An old woman, unkempt silver hair a halo around her face, saw my notepad and dug her fingers into my arm. “I banged on all the doors,” she said, her eyes bright with panic. “I think everybody got out. If somebody’s still in there, God help ’em.”
I pumped her for a few more details, thanked her, and started to turn away.
“You’re Louisa’s boy, aren’t you?”
“That I am.”
“She’d have been so proud, seeing your name in the paper on all them stories.”
“Thanks. I’d like to think so.”
I turned and skidded across a patch of ice to the battalion chief’s car.
“I don’t have time for you right now,” Rosie said, her gray eyes locked on the smoking building as she cinched her air-pack strap tight. Flanked by five firemen hefting axes, she strode toward the blackened front entry. At six foot five, an inch taller than when she was ripping down rebounds for a Final Four team at Rutgers, she towered over all five of them.
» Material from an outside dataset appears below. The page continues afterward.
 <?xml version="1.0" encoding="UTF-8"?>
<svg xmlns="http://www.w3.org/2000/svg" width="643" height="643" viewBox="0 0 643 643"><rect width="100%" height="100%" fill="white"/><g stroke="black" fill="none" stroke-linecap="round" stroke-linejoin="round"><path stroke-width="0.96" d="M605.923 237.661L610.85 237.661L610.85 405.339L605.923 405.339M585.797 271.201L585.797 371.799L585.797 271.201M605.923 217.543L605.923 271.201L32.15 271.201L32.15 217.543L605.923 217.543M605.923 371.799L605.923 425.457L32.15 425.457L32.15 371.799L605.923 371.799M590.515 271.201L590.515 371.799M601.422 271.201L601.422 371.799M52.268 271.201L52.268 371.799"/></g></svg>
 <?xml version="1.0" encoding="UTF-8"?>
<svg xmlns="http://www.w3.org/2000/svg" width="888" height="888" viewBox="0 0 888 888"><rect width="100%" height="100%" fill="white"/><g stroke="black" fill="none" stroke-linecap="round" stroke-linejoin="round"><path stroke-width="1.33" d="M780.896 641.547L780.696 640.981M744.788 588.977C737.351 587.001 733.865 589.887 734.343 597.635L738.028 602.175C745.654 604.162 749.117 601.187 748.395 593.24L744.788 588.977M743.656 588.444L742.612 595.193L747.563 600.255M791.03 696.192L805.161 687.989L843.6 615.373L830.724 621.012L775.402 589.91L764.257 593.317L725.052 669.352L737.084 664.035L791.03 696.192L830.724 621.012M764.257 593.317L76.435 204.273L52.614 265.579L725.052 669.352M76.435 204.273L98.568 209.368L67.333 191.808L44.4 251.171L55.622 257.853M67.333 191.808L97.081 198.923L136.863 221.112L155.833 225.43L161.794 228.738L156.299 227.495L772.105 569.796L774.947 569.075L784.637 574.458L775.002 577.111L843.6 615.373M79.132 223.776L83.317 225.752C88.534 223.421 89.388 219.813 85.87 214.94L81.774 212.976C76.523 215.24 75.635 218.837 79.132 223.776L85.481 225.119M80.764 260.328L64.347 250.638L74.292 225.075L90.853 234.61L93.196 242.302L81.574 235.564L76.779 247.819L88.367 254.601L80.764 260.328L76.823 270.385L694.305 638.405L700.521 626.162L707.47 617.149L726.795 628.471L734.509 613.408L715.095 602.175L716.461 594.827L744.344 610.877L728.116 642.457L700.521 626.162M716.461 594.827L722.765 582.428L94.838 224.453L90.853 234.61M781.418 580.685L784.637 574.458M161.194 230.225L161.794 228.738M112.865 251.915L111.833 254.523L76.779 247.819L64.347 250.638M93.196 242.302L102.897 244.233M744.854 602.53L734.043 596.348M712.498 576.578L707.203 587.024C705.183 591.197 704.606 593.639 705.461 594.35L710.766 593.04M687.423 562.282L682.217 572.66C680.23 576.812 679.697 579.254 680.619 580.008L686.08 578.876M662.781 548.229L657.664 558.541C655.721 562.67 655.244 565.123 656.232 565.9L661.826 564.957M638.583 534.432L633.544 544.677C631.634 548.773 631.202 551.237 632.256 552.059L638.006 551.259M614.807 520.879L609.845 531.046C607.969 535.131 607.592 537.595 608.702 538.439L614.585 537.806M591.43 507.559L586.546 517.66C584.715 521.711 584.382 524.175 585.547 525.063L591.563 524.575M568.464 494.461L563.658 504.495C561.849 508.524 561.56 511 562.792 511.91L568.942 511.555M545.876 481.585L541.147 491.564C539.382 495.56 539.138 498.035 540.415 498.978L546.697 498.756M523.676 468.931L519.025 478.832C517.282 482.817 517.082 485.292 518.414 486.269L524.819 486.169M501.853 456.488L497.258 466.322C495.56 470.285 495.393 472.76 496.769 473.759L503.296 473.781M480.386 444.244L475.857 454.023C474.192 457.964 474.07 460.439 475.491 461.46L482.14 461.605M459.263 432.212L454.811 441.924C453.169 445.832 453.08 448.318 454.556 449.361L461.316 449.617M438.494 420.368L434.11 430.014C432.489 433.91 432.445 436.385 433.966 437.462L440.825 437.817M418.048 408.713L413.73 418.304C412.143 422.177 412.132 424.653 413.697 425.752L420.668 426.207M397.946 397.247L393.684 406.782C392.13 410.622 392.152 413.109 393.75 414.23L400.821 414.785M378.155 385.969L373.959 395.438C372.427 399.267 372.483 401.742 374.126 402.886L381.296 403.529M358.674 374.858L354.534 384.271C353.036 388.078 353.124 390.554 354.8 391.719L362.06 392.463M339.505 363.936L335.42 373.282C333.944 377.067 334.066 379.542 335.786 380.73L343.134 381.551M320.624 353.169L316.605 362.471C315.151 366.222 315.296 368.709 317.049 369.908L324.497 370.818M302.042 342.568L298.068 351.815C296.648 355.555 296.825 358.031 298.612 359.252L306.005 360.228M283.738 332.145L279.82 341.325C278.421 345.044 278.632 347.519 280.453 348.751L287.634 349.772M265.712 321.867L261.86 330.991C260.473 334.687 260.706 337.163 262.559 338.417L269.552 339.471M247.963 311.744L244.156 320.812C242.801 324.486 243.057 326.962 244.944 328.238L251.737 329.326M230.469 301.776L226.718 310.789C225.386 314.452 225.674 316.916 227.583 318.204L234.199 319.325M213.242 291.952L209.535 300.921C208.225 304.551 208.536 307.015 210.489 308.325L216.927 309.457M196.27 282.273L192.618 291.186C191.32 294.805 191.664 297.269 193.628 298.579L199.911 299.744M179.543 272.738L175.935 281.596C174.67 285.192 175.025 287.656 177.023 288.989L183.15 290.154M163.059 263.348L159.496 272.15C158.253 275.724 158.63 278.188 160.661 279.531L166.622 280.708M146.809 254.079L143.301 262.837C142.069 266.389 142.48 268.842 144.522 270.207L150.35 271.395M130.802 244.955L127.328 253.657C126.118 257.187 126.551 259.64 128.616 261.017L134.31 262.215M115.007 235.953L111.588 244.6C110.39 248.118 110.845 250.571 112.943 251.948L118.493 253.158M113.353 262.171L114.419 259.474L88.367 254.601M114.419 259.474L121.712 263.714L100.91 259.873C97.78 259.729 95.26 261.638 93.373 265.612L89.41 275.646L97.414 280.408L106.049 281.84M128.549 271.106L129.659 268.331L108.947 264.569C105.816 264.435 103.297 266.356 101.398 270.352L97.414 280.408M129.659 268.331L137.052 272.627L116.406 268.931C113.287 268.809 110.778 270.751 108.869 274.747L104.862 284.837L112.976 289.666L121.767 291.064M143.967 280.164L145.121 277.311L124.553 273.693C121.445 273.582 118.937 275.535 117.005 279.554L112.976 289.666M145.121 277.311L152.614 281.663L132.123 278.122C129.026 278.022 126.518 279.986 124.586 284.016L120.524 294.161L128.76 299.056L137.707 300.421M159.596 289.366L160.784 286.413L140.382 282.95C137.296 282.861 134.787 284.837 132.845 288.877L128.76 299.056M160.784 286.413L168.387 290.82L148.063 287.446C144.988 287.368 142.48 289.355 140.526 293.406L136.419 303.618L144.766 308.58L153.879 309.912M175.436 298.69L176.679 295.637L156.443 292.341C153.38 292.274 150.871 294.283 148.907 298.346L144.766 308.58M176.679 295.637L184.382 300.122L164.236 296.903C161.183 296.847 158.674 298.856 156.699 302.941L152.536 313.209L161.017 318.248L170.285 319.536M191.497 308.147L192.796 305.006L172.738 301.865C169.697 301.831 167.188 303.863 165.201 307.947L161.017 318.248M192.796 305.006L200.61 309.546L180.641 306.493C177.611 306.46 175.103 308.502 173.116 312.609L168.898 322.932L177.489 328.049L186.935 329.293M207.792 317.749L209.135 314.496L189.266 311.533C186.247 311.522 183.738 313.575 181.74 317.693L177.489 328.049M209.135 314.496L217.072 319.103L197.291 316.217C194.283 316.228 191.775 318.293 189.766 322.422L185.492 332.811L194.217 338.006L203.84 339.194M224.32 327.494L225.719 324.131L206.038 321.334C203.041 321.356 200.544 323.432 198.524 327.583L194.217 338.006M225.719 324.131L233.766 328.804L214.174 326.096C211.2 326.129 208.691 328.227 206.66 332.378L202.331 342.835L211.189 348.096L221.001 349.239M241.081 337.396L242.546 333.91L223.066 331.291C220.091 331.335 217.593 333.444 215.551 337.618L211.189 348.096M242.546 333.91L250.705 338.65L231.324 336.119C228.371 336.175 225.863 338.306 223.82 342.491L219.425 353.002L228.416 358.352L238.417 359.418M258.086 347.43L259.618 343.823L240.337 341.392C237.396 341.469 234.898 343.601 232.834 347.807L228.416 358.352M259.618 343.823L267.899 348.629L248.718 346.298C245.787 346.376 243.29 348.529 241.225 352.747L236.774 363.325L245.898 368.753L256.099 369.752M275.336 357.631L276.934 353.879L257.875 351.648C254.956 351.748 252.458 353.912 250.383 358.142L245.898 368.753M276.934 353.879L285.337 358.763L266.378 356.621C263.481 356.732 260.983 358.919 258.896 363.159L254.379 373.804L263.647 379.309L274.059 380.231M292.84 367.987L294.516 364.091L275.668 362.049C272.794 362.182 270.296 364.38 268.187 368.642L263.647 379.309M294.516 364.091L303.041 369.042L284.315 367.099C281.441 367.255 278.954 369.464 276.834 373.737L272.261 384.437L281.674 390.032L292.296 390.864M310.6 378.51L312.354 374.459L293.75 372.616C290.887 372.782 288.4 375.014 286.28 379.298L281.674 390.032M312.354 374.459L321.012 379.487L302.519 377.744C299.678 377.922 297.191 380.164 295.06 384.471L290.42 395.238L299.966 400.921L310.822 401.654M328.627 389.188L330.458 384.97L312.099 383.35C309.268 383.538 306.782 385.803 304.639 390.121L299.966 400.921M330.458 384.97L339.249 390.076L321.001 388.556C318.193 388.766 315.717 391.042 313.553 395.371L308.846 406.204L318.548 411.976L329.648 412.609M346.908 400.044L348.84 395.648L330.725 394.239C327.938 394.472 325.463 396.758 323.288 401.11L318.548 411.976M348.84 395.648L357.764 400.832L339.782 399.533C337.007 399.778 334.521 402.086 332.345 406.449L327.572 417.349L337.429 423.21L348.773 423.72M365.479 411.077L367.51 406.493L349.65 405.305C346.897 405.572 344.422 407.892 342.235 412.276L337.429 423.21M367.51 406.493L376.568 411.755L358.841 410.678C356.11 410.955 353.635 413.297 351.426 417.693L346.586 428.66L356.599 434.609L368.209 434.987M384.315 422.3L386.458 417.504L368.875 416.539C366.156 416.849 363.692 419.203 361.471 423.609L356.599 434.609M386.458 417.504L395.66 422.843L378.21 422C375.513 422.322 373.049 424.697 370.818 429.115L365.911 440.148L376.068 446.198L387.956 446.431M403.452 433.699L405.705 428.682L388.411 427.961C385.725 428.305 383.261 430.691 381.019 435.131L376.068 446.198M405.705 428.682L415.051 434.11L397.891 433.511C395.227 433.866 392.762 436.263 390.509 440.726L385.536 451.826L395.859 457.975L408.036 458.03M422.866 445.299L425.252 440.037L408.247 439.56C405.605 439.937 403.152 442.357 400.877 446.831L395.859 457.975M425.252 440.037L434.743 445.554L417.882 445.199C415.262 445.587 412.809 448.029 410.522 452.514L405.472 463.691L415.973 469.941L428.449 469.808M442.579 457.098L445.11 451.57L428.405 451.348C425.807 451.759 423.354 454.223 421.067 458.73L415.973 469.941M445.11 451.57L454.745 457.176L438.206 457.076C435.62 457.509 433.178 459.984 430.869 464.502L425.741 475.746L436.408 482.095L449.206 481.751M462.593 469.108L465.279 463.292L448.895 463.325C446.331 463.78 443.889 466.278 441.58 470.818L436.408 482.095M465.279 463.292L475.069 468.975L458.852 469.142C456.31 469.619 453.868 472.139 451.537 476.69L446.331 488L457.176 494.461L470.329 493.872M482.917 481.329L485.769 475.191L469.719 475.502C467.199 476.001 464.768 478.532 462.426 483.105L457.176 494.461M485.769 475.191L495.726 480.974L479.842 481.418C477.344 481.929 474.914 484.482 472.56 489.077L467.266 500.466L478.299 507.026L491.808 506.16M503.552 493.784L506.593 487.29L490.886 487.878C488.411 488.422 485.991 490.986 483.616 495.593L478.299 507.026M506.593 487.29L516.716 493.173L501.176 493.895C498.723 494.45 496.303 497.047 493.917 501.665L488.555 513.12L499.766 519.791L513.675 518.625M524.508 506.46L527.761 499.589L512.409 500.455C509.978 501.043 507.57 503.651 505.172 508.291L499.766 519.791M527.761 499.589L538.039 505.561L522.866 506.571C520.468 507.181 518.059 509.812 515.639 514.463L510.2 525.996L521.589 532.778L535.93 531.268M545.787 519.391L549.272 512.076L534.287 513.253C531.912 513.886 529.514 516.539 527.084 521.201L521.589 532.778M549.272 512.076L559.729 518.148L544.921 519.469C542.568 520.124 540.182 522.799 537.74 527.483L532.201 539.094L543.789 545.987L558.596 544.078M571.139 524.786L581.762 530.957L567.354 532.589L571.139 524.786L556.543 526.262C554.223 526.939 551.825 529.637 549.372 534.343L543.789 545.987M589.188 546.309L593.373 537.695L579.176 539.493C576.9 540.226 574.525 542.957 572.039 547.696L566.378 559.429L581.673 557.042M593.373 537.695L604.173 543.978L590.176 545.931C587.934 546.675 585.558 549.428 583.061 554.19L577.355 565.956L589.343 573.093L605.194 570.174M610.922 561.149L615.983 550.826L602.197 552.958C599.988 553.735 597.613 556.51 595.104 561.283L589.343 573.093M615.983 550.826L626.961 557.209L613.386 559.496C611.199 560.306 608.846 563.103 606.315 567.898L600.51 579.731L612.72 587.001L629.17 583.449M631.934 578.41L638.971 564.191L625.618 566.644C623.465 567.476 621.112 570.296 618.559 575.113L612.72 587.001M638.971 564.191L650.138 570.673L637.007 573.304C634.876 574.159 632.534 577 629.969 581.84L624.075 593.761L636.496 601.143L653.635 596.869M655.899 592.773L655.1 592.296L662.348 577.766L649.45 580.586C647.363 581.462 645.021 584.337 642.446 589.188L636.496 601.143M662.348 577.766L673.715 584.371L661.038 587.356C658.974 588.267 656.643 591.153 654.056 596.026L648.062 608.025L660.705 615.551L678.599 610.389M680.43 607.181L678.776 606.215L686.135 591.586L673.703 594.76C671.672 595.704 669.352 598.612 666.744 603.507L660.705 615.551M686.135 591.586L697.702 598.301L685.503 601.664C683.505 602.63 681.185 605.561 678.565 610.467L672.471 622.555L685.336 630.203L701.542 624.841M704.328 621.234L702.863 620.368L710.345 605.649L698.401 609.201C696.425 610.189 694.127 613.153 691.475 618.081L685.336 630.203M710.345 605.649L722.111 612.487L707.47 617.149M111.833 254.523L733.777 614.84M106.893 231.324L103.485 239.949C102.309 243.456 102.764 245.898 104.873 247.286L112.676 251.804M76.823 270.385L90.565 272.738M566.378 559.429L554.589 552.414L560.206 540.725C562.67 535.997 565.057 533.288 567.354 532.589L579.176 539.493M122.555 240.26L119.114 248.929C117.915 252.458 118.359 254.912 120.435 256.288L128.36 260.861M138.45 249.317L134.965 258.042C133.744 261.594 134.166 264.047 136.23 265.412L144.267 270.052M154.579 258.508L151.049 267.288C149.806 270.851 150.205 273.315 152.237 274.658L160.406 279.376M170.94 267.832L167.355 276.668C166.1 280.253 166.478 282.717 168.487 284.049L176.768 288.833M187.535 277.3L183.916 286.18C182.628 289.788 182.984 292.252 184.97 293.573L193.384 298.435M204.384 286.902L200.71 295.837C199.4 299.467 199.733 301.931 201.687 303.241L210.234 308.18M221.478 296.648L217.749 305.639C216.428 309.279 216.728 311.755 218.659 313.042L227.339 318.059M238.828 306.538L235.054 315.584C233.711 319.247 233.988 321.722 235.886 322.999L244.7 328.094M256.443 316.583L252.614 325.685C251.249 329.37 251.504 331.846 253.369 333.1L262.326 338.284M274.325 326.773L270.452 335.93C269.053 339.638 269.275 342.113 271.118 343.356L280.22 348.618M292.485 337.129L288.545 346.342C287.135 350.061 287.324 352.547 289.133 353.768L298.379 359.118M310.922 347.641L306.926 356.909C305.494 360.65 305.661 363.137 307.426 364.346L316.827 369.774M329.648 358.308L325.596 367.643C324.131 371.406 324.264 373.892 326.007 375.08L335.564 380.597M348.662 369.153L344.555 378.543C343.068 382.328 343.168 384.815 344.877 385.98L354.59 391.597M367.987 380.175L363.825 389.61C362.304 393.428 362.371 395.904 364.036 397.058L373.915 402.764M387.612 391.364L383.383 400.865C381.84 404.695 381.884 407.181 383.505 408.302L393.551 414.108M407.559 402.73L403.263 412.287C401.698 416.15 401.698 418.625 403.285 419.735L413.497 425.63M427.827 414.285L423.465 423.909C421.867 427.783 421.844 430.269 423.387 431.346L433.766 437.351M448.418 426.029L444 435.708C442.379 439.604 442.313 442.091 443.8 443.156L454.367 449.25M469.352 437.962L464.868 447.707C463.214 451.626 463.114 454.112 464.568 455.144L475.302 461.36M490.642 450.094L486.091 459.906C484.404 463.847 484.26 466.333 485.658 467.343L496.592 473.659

I glanced at a fireman who slumped against the chief’s car as a paramedic cut the insulated gloves from his frostbitten fingers. His cheeks were blistered scarlet, and his breath rasped in short bursts. The perils of firefighting in subzero temperatures: You freeze while you burn.
“The chief’s going in after DePrisco,” the fireman volunteered. “The poor bastard was inside with a hose when the first floor collapsed into the cellar.”
“Tony DePrisco?”
“Yeah.”
“Aw, shit.” Now the fire had a face. Tony had gone through Hope High School with Rosie and me. Ten years ago, I was an usher at his wedding. He was a family man and I wasn’t, so we hadn’t seen all that much of each other the last few years, but last week at Hopes he’d shown me pictures of his three little kids. The girl was still in diapers. What was her name? Michelle? Mikaila?
I stood in the cold with the gawkers, pretending a professional detachment I didn’t feel. Together we gulped the acrid, frigid air and waited to see what Rosie would be carrying when she came back out.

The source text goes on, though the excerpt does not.